Items from a data source
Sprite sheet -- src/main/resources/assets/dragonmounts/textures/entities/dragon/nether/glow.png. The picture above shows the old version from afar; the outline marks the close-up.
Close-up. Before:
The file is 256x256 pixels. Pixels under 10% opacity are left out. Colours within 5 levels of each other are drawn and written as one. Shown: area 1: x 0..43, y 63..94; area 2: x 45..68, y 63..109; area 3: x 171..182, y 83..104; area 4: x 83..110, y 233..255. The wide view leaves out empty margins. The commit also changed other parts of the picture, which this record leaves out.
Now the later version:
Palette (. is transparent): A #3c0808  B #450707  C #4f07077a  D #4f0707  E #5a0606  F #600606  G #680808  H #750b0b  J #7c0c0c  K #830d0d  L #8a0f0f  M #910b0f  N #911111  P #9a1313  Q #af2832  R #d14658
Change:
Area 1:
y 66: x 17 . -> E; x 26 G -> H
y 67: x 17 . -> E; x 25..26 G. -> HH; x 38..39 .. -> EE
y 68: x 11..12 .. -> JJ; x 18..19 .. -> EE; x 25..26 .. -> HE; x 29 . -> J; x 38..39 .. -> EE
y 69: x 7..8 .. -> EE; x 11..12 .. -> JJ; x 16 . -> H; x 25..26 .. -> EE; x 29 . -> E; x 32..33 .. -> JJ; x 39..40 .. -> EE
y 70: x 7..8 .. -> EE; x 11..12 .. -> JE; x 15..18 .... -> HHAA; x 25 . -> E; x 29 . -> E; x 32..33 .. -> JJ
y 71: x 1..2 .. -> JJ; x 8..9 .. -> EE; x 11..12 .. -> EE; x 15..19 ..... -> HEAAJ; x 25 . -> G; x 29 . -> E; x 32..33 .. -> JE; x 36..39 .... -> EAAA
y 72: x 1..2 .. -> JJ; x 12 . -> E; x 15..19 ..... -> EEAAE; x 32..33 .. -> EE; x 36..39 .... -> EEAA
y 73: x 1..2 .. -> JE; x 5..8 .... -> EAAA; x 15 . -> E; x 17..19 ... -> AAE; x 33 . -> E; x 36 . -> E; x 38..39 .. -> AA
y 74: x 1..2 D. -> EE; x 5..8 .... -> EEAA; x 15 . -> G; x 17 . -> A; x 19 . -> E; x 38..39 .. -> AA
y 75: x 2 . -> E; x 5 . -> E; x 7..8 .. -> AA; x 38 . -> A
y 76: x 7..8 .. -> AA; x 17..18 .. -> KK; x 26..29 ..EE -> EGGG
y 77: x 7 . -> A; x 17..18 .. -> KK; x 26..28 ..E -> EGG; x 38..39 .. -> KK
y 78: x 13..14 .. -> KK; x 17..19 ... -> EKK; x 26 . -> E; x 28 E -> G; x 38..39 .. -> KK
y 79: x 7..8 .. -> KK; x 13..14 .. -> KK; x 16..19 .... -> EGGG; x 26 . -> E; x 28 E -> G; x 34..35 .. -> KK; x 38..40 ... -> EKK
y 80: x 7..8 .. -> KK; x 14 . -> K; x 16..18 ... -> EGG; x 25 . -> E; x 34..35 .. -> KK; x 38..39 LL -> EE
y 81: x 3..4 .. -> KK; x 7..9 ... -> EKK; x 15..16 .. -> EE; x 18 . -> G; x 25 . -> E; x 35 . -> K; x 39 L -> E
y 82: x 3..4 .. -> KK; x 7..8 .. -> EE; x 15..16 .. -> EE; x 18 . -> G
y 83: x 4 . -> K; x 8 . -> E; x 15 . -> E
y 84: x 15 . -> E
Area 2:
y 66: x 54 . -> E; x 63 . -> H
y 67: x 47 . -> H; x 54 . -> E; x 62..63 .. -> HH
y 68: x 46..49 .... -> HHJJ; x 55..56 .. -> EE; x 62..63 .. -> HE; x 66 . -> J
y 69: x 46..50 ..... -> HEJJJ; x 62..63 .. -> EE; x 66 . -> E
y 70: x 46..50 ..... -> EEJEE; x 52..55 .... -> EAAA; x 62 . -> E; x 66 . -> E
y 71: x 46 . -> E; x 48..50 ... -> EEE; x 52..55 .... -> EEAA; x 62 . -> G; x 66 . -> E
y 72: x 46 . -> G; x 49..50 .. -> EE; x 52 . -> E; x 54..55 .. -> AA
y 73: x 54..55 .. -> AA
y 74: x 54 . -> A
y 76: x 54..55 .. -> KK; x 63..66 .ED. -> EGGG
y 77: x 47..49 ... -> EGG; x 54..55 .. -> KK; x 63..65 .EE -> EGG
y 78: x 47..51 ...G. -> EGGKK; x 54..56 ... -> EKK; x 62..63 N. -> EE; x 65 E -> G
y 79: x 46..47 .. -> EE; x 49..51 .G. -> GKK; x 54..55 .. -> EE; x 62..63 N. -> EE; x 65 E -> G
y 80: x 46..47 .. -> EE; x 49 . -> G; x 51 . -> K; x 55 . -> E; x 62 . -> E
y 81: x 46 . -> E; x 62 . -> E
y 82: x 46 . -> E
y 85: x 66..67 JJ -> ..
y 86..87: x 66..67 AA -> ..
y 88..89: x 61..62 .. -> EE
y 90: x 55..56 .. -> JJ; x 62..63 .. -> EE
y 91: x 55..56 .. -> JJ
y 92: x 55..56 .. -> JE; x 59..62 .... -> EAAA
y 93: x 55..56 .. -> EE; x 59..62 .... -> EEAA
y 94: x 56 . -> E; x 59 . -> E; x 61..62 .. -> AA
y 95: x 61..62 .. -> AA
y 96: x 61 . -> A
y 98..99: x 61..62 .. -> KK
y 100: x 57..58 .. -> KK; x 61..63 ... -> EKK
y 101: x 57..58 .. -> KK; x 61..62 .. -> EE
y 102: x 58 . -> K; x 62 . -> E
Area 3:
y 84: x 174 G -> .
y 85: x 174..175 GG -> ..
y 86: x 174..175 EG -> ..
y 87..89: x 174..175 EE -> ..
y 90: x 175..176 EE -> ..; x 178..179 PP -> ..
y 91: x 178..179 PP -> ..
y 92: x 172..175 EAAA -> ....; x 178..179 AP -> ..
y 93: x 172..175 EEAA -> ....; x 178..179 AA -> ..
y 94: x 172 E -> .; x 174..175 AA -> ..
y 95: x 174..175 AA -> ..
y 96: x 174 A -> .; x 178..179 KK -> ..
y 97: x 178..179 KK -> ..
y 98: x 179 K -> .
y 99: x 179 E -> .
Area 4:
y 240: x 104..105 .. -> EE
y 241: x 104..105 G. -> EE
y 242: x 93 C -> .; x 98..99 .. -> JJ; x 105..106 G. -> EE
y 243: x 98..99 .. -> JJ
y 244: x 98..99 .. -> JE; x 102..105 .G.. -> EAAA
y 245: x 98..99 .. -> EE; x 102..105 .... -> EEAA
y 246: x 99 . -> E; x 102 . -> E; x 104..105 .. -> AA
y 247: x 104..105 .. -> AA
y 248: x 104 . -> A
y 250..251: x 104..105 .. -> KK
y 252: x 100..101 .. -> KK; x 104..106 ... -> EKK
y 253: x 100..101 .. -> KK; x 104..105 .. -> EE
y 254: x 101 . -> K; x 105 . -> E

**To do**
When you reach the line that contains "y 73: x 1..2", stop; that line and every line before it, from the very first line of the data, should be restated word for word.

**Expected answer**
Sprite sheet -- src/main/resources/assets/dragonmounts/textures/entities/dragon/nether/glow.png. The picture above shows the old version from afar; the outline marks the close-up.
Close-up. Before:
The file is 256x256 pixels. Pixels under 10% opacity are left out. Colours within 5 levels of each other are drawn and written as one. Shown: area 1: x 0..43, y 63..94; area 2: x 45..68, y 63..109; area 3: x 171..182, y 83..104; area 4: x 83..110, y 233..255. The wide view leaves out empty margins. The commit also changed other parts of the picture, which this record leaves out.
Now the later version:
Palette (. is transparent): A #3c0808  B #450707  C #4f07077a  D #4f0707  E #5a0606  F #600606  G #680808  H #750b0b  J #7c0c0c  K #830d0d  L #8a0f0f  M #910b0f  N #911111  P #9a1313  Q #af2832  R #d14658
Change:
Area 1:
y 66: x 17 . -> E; x 26 G -> H
y 67: x 17 . -> E; x 25..26 G. -> HH; x 38..39 .. -> EE
y 68: x 11..12 .. -> JJ; x 18..19 .. -> EE; x 25..26 .. -> HE; x 29 . -> J; x 38..39 .. -> EE
y 69: x 7..8 .. -> EE; x 11..12 .. -> JJ; x 16 . -> H; x 25..26 .. -> EE; x 29 . -> E; x 32..33 .. -> JJ; x 39..40 .. -> EE
y 70: x 7..8 .. -> EE; x 11..12 .. -> JE; x 15..18 .... -> HHAA; x 25 . -> E; x 29 . -> E; x 32..33 .. -> JJ
y 71: x 1..2 .. -> JJ; x 8..9 .. -> EE; x 11..12 .. -> EE; x 15..19 ..... -> HEAAJ; x 25 . -> G; x 29 . -> E; x 32..33 .. -> JE; x 36..39 .... -> EAAA
y 72: x 1..2 .. -> JJ; x 12 . -> E; x 15..19 ..... -> EEAAE; x 32..33 .. -> EE; x 36..39 .... -> EEAA
y 73: x 1..2 .. -> JE; x 5..8 .... -> EAAA; x 15 . -> E; x 17..19 ... -> AAE; x 33 . -> E; x 36 . -> E; x 38..39 .. -> AA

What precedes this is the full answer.